# Is tomorrow 20th Jan a Public Holiday?



## Easy Rider (Oct 23, 2008)

Hi,
Rumour has it that tomorrow is off ...can anyone confirm that? Thanks


----------



## Andy Capp (Oct 5, 2008)

Gotta love a rumour....


----------



## bigdave (Oct 22, 2008)

only in america


----------



## Andy Capp (Oct 5, 2008)

Why?

I'd be flying the flags at half mast.....


----------



## bigdave (Oct 22, 2008)

January 20, in History

Event:
1st federal holiday honoring Martin Luther King, Jr.


----------



## Andy Capp (Oct 5, 2008)

Oh, and I thought you meant president osama's inauguration....


----------



## bigdave (Oct 22, 2008)

Andy Capp said:


> Oh, and I thought you meant president osama's inauguration....


bahhhhhhhhhhhhhhhhhhhh
thats all I need to say about him.


----------



## Andy Capp (Oct 5, 2008)

we agree on something else Mr.
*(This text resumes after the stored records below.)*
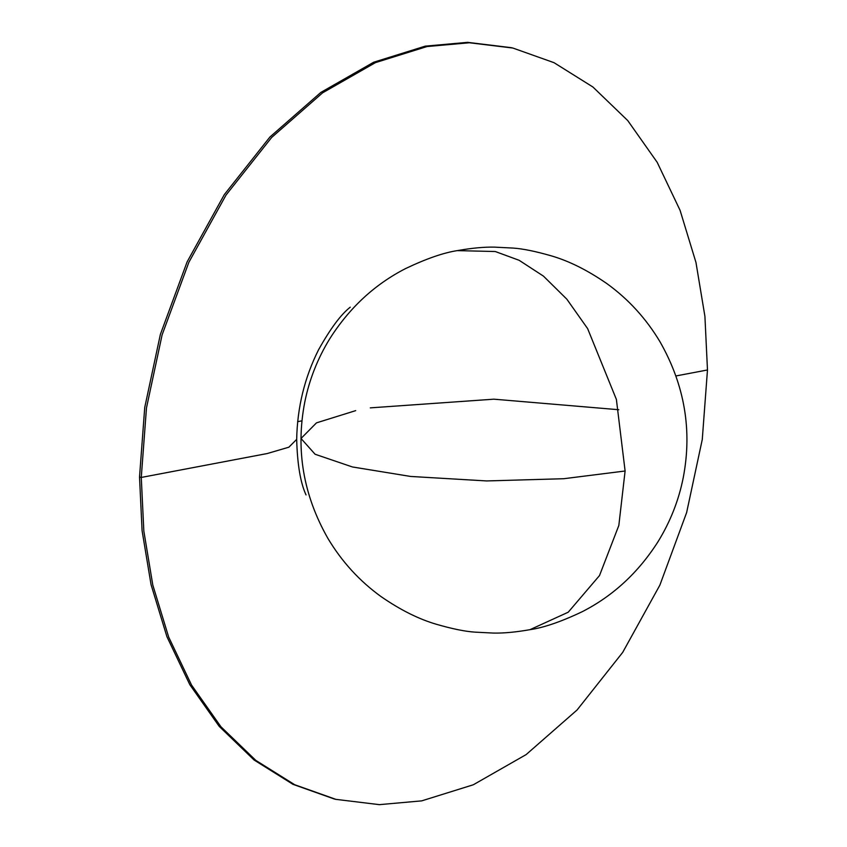 <?xml version="1.0" encoding="UTF-8"?>
<svg xmlns="http://www.w3.org/2000/svg" width="847" height="847" viewBox="0 0 847 847"><rect width="100%" height="100%" fill="white"/><g stroke="black" fill="none" stroke-linecap="round" stroke-linejoin="round"><path stroke-width="1.27" d="M141.269 477.443L143.831 531.08L152.788 584.991L168.68 637.082L191.57 685.096L220.972 726.811L255.847 760.415L294.724 784.735L335.888 799.356L379.35 804.65L421.742 800.86L473.304 784.777L526.135 754.592L577.082 709.977L622.693 652.391L659.887 585.108L686.631 512.573L702.269 439.498L707.478 369.97L704.916 316.333L695.959 262.422L680.077 210.331L657.187 162.317L627.775 120.602L592.9 86.997L554.023 62.678L512.869 48.046L469.397 42.763L427.004 46.553L375.454 62.625L322.612 92.821L271.665 137.436L226.054 195.022L188.86 262.305L162.116 334.84L146.478 407.915L141.269 477.443L267.239 453.537L288.869 447.195L296.683 439.371C297.35 464.336 300.463 482.854 306.032 494.913M511.165 47.654L467.639 42.35L425.258 46.14L373.696 62.223L320.865 92.408L269.918 137.023L224.307 194.609L187.113 261.892L160.369 334.427L144.731 407.502L139.522 477.03L142.084 530.667L151.041 584.578L166.923 636.679L189.823 684.683L219.225 726.398L254.1 760.013L292.977 784.333L334.184 798.965M625.107 470.996L563.795 478.714L486.612 480.937L410.626 476.448L352.416 466.962L315.105 454.257L301.013 438.481L316.492 422.854L355.687 410.636M370.308 407.862L493.843 399.181L618.786 409.726M141.1 477.401L139.522 477.03M529.957 629.681C543.922 627.648 561.423 621.613 582.45 611.587C613.26 595.769 638.49 572.424 658.13 541.529C670.358 521.604 678.722 500.365 683.211 477.814C692.359 430.424 684.651 385.12 660.078 341.902C646.155 318.578 628.379 299.118 606.759 283.523C587.638 270.299 569.258 261.109 551.609 255.942C535.643 251.326 522.758 248.7 512.954 248.065L494.584 247.133C484.389 246.9 472.192 248.023 457.983 250.511C444.019 252.554 426.517 258.589 405.491 268.615C374.681 284.423 349.451 307.779 329.811 338.673C317.583 358.588 309.219 379.827 304.719 402.389C295.571 449.768 303.29 495.072 327.853 538.3C341.775 561.625 359.552 581.084 381.182 596.68C400.292 609.893 418.672 619.093 436.332 624.26C452.298 628.876 465.183 631.502 474.987 632.137L493.356 633.069C503.542 633.302 515.749 632.169 529.957 629.681L568.231 612.201L599.507 575.558L618.829 525.468L625.107 470.996L616.383 399.413L587.627 328.604L566.834 299.171L543.467 276.133L519.126 260.294L495.283 251.527L457.433 250.627M707.478 369.97L675.959 375.952M297.625 421.658L301.966 420.832M334.131 798.954L335.888 799.356M296.683 439.371C297.308 407.396 304.602 377.529 318.578 349.747C330.372 328.647 340.928 314.449 350.256 307.165M511.112 47.644L512.869 48.046"/></g></svg>

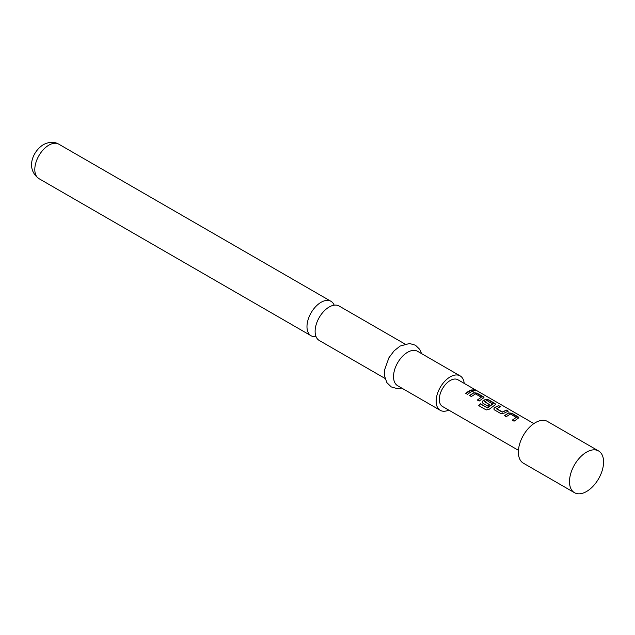 <?xml version="1.0" encoding="UTF-8"?>
<svg xmlns="http://www.w3.org/2000/svg" width="635" height="635" viewBox="0 0 635 635"><rect width="100%" height="100%" fill="white"/><g stroke="black" fill="none" stroke-linecap="round" stroke-linejoin="round"><path stroke-width="0.95" d="M473.297 390.493C472.567 389.596 473.218 389.588 475.25 390.485L475.345 390.263C476.115 391.001 475.456 391.009 473.353 390.279C472.638 389.382 473.297 389.374 475.345 390.263L475.805 390.739M475.25 390.485L475.686 390.819M385.072 378.468L319.23 340.455A19.883 11.478 -60 0 1 315.119 331.359A19.883 11.478 -60 0 1 329.176 307.007A19.883 11.478 -60 0 1 339.114 306.022L404.955 344.027M504.492 415.814L508.587 413.083L511.866 413.48L518.835 417.862M512.31 420.33L516.184 417.378L510.397 414.036L506.238 416.687L504.452 415.655L508.611 412.877L511.913 413.266L518.176 416.877L518.874 417.751L514.056 421.195L512.262 420.164L516.184 417.378M493.832 409.035L494.482 407.797L498.57 405.805L500.356 406.837M496.491 408.48L502.277 411.972L506.428 410.099L508.214 411.131L504.071 413.163L500.753 413.52L494.49 409.9L493.808 408.948L494.467 407.614L498.61 405.582L500.404 406.614L496.506 408.821L502.293 412.163L506.381 410.313L508.167 411.345M482.195 402.32L482.854 401.082L485.323 399.653L488.609 400.05L495.578 404.431M478.806 405.717L480.37 403.876L487.458 407.964L492.712 404.162L486.942 400.494L484.664 401.804L489.752 404.741L487.99 406.146L482.854 403.185L482.171 402.233L482.838 400.899L485.346 399.447L488.648 399.836L494.911 403.447L495.617 404.32L494.951 404.995L489.387 409.146L486.227 409.948L478.711 405.606L480.306 403.733L487.386 407.821L492.728 403.828M484.664 401.653L489.768 404.932M469.598 395.668L473.694 392.938L476.972 393.335L483.941 397.716M477.417 400.185L481.29 397.232L475.504 393.89L471.345 396.542L469.559 395.51L473.71 392.732L477.02 393.121L483.283 396.732L483.981 397.605L479.163 401.05L477.369 400.018L481.29 397.232M465.788 393.47L471.487 390.168L473.273 391.2M598.583 450.953L547.457 421.434A24.098 13.914 120 0 0 535.408 422.624A24.098 13.914 120 0 0 519.668 443.865A24.098 13.914 120 0 0 523.359 463.177L574.484 492.697A24.098 13.914 120 0 0 586.534 491.506A24.098 13.914 120 0 0 602.282 470.265A24.098 13.914 120 0 0 598.583 450.953A24.098 13.914 120 0 0 586.534 452.144A24.098 13.914 120 0 0 570.794 473.385A24.098 13.914 120 0 0 574.484 492.697M334.185 305.173A19.883 11.478 120 0 0 330.986 301.323A19.883 11.478 120 0 0 321.048 302.308A19.883 11.478 120 0 0 306.983 326.66A19.883 11.478 120 0 0 311.102 335.764A19.883 11.478 120 0 0 316.039 336.606M464.185 383.373A19.883 11.478 120 0 0 460.137 375.888L417.536 351.29A19.883 11.478 120 0 0 407.591 352.282A19.883 11.478 120 0 0 394.605 369.8A19.883 11.478 120 0 0 397.653 385.731L440.261 410.329A19.883 11.478 120 0 0 448.762 410.091M460.137 375.888A19.883 11.478 120 0 0 450.199 376.873A19.883 11.478 120 0 0 437.213 394.398A19.883 11.478 120 0 0 440.261 410.329M533.86 423.601L457.914 379.754A15.423 8.906 120 0 0 450.199 380.516A15.423 8.906 120 0 0 440.126 394.113A15.423 8.906 120 0 0 442.484 406.471L518.438 450.318M470.44 392.2L467.527 394.335L465.741 393.303L468.646 391.16L471.535 389.953L473.321 390.985L470.44 392.2M473.353 390.279L472.924 389.715M38.918 178.618C25.233 168.68 32.885 151.019 43.434 144.629C49.173 141.692 54.293 141.541 58.801 144.177A19.883 11.478 120 0 0 48.855 145.161A19.883 11.478 120 0 0 35.87 162.687A19.883 11.478 120 0 0 38.918 178.618L311.102 335.764M401.717 388.08L397.216 388.604L391.287 386.929L386.874 382.643L384.604 376.158L384.699 369.538L388.914 357.783L394.144 350.798L400.129 346.059L409.535 343.503L415.433 345.21L419.719 349.353L421.6 353.639M58.801 144.177L330.986 301.323"/></g></svg>
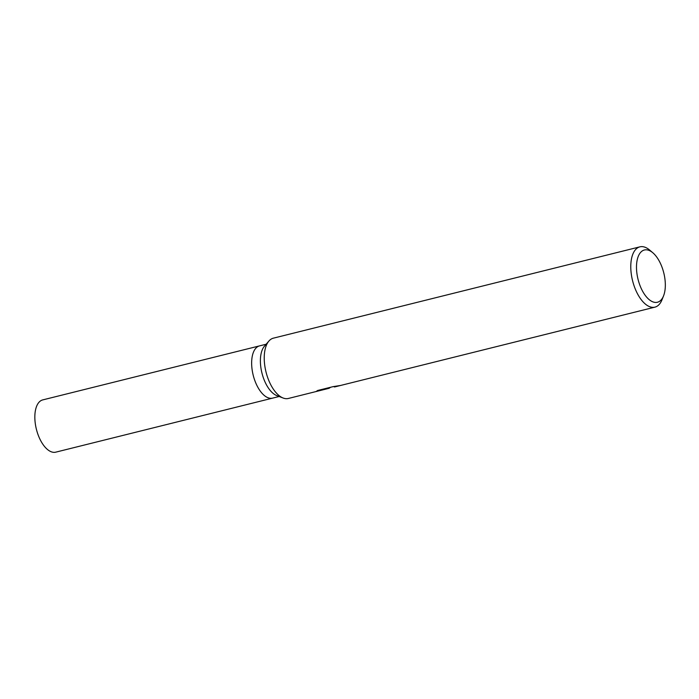 <?xml version="1.0" encoding="UTF-8"?>
<svg xmlns="http://www.w3.org/2000/svg" width="699" height="699" viewBox="0 0 699 699"><rect width="100%" height="100%" fill="white"/><g stroke="black" fill="none" stroke-linecap="round" stroke-linejoin="round"><path stroke-width="1.05" d="M328.478 387.796L328.705 388.391L288.381 398.465A31.071 15.299 -104 0 1 283.121 398.019L276.76 395.573A26.929 13.264 -104 0 1 261.942 373.039A26.929 13.264 -104 0 1 264.458 346.18L268.923 341.033A31.071 15.299 -104 0 1 269.858 340.081A31.071 15.299 -104 0 1 273.361 338.167L639.9 246.843A31.071 15.299 -104 0 1 649.616 250.041L652.822 252.758A26.929 13.264 -104 0 1 663.561 295.852A26.929 13.264 -104 0 1 660.459 300.596A26.929 13.264 -104 0 1 640.101 285.812A26.929 13.264 -104 0 1 641.367 251.64A26.929 13.264 -104 0 1 652.822 252.758M279.163 396.499L272.575 398.133A26.929 13.264 -104 0 1 254.13 378.509A26.929 13.264 -104 0 1 256.516 347.534A26.929 13.264 -104 0 1 259.556 345.883L266.144 344.24M283.121 398.019A31.071 15.299 -104 0 1 266.022 372.017A31.071 15.299 -104 0 1 268.923 341.033M330.557 387.272L329.264 388.216L329.046 387.648M663.561 295.852L662.005 299.757A31.071 15.299 -104 0 1 658.423 305.236A31.071 15.299 -104 0 1 654.928 307.141A31.071 15.299 -104 0 1 633.644 284.493A31.071 15.299 -104 0 1 636.405 248.748A31.071 15.299 -104 0 1 639.9 246.843M328.705 388.391L316.123 391.527L317.617 390.496L333.143 386.634L340.64 385.446L334.585 386.958L333.606 386.573M272.461 398.168L55.763 452.157A26.929 13.264 -104 0 1 37.318 432.524A26.929 13.264 -104 0 1 39.712 401.549A26.929 13.264 -104 0 1 42.744 399.898L259.443 345.909M334.585 386.958L654.928 307.141"/></g></svg>

D. !!


----------



## ExpatAl (Dec 9, 2008)

Martin Luther King Jr Day is a federal holiday in the US, held on the third MONDAY in January. ie today.


----------



## sgilli3 (Mar 23, 2008)

Easy Rider said:


> Hi,
> Rumour has it that tomorrow is off ...can anyone confirm that? Thanks


The next public holiday should be March 9th for Mouloud (Birth of the Prophet)


----------



## Nickel (Dec 7, 2008)

bigdave said:


> bahhhhhhhhhhhhhhhhhhhh
> thats all I need to say about him.


So, BigDave, you are a Republican, eh? Maybe I should introduce you to my parents. 

Watching some of the inaugural festivities and truly have to say - I have a little glimmer of hope for our country; if it had turned out differently............ not so sure. 

Yes, a Democrat from a large Republican family!!


----------